For more information

Plugin Center

Labels (2)
Comments

where is the zip file described in the article?

 

@kristoffer_lock_tolbo I recommend visiting the IdentityIQ 8.0 overview: What's New in IdentityIQ 8.0 for more resources and files. I believe you will find the zip file that you are looking for there. Let us know if you have any more questions! 

Thank you for your great work. It really helpful.

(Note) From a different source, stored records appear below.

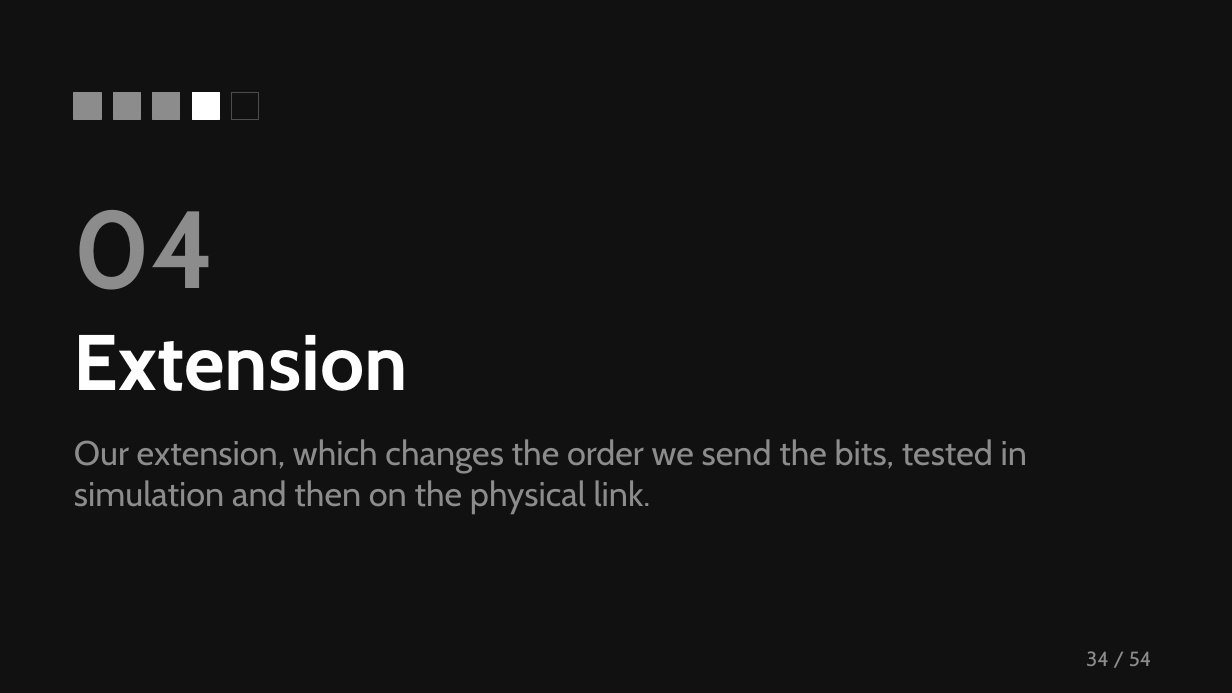
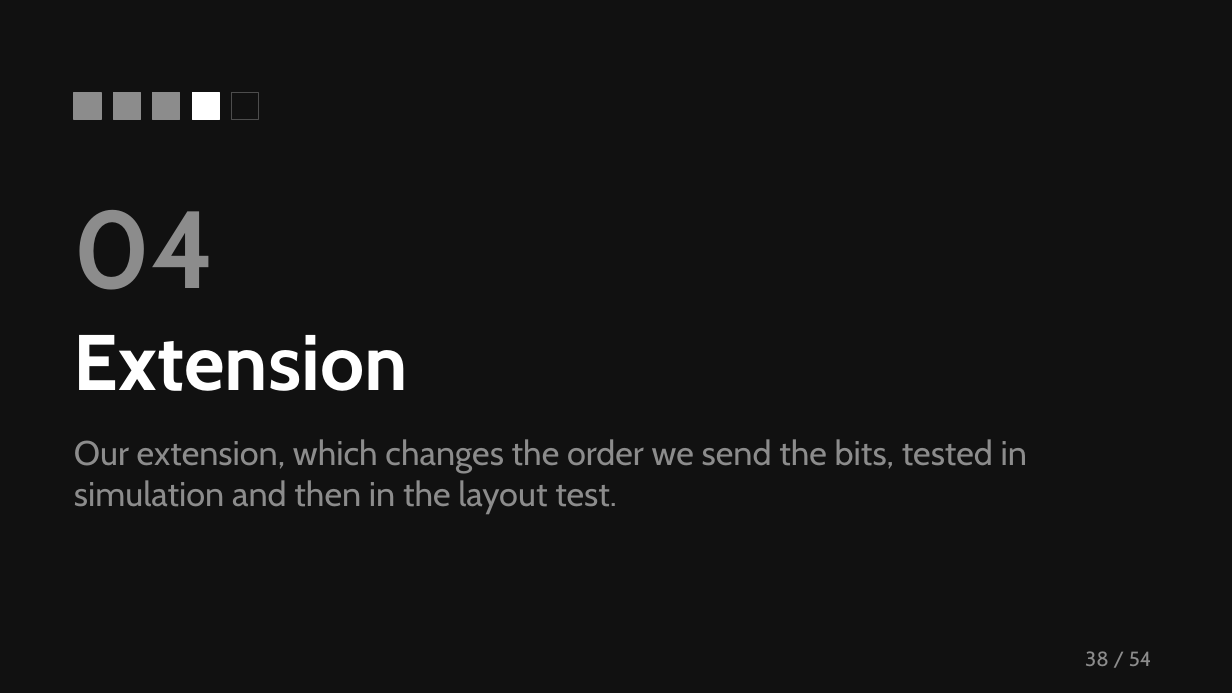
Before and after one commit to MuhammadMaazA/SamplingCW, a slide deck: slide 38 of presentation/gridlink-presentation.pptx (slide 34 before the commit). Drawn at 1232x693 pixels with LibreOffice and Linux fonts; fonts in the diff are those of the drawing. Boxes give left, top, right and bottom in pixels: in the first picture for what was removed or moved away, otherwise in the second. Text is boxed around its words. In the diff, an @@ line names an element or a change of style, - is before the commit and + after.

Commit message:
replace the deck appendix with slides on how we built and ran it and tidy the wording and figures

```diff
--- a/presentation/gridlink-presentation.pptx
+++ b/presentation/gridlink-presentation.pptx
@@ text at (x1=74, y1=439, x2=1027, y2=514): text changed @@
-Our extension, which changes the order we send the bits, tested in simulation and then on the physical link.
+Our extension, which changes the order we send the bits, tested in simulation and then in the layout test.
@@ page number at (x1=1085, y1=651, x2=1109, y2=666): text changed @@
-34
+38
```
Also in this commit, not shown: 16 other slides changed, 8 slides added, 8 slides removed, 19 other files.

In regards to leveraging plugin classes, there still seems to be a restriction if you try to reference a plugin class from a context which was initiated by the plugin the class resides in. For example:

  1. UI action makes rest call to IIQ which launches a workflow in context using workflower.launch
  2. Workflow launched in this context references a rule library which imports on the the scriptPackages classes defined in manifest
  3. Workflow step makes method call to rule library with the imported class referenced from above
  4. Class not found in namespace error is thrown

 

I do not see this when scheduling a workflow, which launches in a different context, nor do I see it when I reference the class from rules workflows outside of plugin context.

Im seeing the same issue when  using references a rule library as well from a workflow.  the class is not found.  any updates ? 

I have a plugin containing 1 package in the <scriptPackages> list, but no classes are visible when I issue the "plugin classes" command in the console.  This really shouldn't be that difficult, but I must be doing something wrong.

Can you provide an actual working example, complete with the manifest.xml file for a plugin containing a class that can be referenced by BeanShell code?  Thank you!

When we uninstall a plugin,  Is there any way to delete the xml that get imported during plugin installation. So I want to get all xml objects get deleted when plugin get uninstalled. Is it possible?

Apologies if I have asked, but is there documentation on how to create / use a custom JavaScript xhtml for a settings page for the plug-in?

Thanks in advance,

-Joseph 

@ccerghe1 I know this post is old but I ran into the same problem, where the plugin would install but the plugin classes result was empty.  In my case the problem was a mismatched version of javac being referenced in my build.xml file.  Once I corrected it to match the version on the server it worked.